Financial institutions that integrate AI-driven financial insights into their digital experiences can remain central to their customers’ financial operations. But those that don’t may find small business customers moving somewhere else.
Why, and How, Small Businesses Are Leaning In
To understand what’s at stake for community banks and credit unions, it helps to start with what small businesses actually value about AI — because, for the moment at least, it’s less about transformation than about relief.
Small business finance teams are usually very small. In many cases, the entire financial operation may be handled by a single person, who is responsible for bookkeeping, financial analysis, reporting, forecasting, and vendor management. AI tools free these individuals to add value elsewhere and head off the need to add additional full- or part-time resources.

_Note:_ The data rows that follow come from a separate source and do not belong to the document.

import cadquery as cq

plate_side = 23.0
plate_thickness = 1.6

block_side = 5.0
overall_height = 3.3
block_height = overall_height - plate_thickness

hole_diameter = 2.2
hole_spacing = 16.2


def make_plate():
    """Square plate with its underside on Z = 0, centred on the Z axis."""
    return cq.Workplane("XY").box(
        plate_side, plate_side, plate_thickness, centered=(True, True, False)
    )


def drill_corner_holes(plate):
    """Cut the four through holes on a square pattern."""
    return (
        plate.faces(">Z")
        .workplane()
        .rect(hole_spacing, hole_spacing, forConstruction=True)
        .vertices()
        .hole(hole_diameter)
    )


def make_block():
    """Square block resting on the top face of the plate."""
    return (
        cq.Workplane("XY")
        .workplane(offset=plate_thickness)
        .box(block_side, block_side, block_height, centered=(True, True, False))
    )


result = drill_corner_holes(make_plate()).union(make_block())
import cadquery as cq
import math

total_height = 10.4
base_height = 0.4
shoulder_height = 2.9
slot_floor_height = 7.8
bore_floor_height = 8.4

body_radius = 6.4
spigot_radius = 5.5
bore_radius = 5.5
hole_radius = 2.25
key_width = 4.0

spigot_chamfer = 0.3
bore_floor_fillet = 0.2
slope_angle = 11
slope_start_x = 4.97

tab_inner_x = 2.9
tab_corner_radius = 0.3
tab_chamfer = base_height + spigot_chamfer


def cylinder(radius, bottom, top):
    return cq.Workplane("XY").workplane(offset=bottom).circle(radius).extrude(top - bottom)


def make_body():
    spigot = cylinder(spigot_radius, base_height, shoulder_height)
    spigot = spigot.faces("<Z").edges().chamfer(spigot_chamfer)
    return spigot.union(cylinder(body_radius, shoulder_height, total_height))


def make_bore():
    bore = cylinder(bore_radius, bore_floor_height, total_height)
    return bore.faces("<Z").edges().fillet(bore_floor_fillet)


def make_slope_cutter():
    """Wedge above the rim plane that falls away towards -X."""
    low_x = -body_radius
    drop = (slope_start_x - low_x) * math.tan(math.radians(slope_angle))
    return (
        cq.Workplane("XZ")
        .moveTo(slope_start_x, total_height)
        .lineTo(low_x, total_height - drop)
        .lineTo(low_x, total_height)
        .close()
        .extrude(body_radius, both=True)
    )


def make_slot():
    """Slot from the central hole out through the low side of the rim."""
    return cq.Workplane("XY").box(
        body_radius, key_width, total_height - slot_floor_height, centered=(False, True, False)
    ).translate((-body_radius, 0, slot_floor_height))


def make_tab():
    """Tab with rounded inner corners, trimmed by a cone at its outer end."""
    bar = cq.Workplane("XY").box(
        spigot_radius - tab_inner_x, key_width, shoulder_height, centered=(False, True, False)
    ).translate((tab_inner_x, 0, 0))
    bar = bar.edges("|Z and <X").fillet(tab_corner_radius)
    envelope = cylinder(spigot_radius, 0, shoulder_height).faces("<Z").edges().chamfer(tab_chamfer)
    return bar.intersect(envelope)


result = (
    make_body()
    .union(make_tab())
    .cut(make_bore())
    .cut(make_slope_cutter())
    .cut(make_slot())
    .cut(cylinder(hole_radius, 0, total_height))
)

Use cases include analyzing transaction histories and forecasting cash flow, categorizing vendor spending, tracking supplier cost changes, and flagging upcoming payments. In many use cases, business owners find themselves routinely asking AI to confirm whether payments have cleared or a deposit has arrived, bypassing their banking portal entirely. Clients are also using AI for reporting, including to generate templated summaries needed for month-end close, and craft documents for shareholders or boards.
Such work previously consumed hours of manual effort and — traditional financial institutions take note — relies almost entirely on basic data pulled from a business banking account. To access it, some users are simply exporting CSVs and dropping them into AI. Others may be using QuickBooks’s built-in AI. And more sophisticated businesses are using MCP servers, granting LLMs access to read their account data.
Reasserting Primacy Amid AI’s Steady Advance
The growth of readily-available AI-powered financial analysis introduces a structural challenge for financial institutions because it positions the bank as a passive source of data rather than the center of the customer’s financial activities.
This dynamic has major implications for bank primacy. Historically, the primary financial institution was the one where customers logged in most frequently to review balances, monitor activity, and manage finances. As AI tools become more capable, customers may begin interacting more with external assistants than with their bank’s digital channels, reducing loyalty.
“Community banks and credit unions are now asking if this shift means they will have less traffic to their mobile app or digital banking platforms, and the answer is yes,” said Yaro Melnyk, Group Technical Product Manager, Narmi, in an interview with The Financial Brand. “In the same way that banks had to digitize and then create mobile apps, and there was a process for doing that, they’re going to have to adjust to this new reality where LLMs are a new channel to engage with customers.”
But community banks and credit unions can remain central to customer relationships by embedding purpose-fitted AI tools that help businesses understand and manage their finances.